Most conference organizers see attendees as consumers of the conference’s information.
Little thought is given to seeing attendees as active participants in their own learning and experience.
8 Myths That Restrict The Attendee Experience
Here are eight conference presentation myths that you should avoid.
Myth 1: The lecture or panel best serves all conference attendees.
Reality: The lecture and panel are homogenized conference presentations that cause our brains to check out.
The lecture and panel discussion have the lowest form of ROI for learning as possible. Instead embrace learner centric presentation techniques that focus on what the participant will do during that session besides listening to an expert.
Myth 2: Expertise and speaker skills are of primary importance.
Reality: Conference attendee learning is of primary importance.

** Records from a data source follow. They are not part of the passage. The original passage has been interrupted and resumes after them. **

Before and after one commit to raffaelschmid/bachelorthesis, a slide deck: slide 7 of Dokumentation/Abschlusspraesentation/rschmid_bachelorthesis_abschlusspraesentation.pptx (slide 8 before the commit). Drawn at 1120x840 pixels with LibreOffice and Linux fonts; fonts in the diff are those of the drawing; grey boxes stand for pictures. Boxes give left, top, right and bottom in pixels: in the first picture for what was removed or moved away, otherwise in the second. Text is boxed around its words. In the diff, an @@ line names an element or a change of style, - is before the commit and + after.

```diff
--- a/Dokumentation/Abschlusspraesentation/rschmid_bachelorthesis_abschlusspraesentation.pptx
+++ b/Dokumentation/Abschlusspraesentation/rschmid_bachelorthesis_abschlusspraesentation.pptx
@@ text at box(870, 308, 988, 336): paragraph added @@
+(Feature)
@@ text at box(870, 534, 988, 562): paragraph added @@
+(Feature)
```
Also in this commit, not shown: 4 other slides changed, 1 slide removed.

Too often the conference committee is focused on finding an expert to serve as a speaker. Conference organizers should make a subtle and important shift of focusing on how attendees learn instead of on the presenters’ expertise. Then secure speakers that provide a variety of presentation strategies including active attendee participation.

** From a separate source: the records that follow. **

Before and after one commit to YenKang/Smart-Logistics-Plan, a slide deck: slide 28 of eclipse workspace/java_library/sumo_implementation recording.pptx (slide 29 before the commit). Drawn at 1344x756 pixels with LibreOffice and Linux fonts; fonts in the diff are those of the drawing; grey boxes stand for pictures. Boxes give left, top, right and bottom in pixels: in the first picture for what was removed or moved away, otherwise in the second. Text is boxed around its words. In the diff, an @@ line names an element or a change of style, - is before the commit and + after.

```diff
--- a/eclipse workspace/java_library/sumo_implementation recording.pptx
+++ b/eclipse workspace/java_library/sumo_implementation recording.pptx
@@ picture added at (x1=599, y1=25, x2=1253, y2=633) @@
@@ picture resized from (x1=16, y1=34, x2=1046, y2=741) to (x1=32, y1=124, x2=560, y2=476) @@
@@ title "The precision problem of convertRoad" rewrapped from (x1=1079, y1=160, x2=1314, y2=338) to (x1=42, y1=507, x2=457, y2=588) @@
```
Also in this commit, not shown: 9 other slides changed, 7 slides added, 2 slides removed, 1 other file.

Myth 3: The focus of the conference presentation should be on covering content.
Reality: The focus of the conference presentation should be how attendees uncover and apply critical content that solves their problems.
In the call for speaker proposals, ask potential presenters to identify the type of learning strategies they plan to use. Then secure speakers that help audiences uncover and apply the content through a variety of instructional techniques.
Myth 4: Active attendee participation is not successful for STEM/technical fields (science, technology, engineering, medical).
Reality: Active participation in any presentation has been proven to increase attendees’ learning and retention, regardless of the subject matter or industry.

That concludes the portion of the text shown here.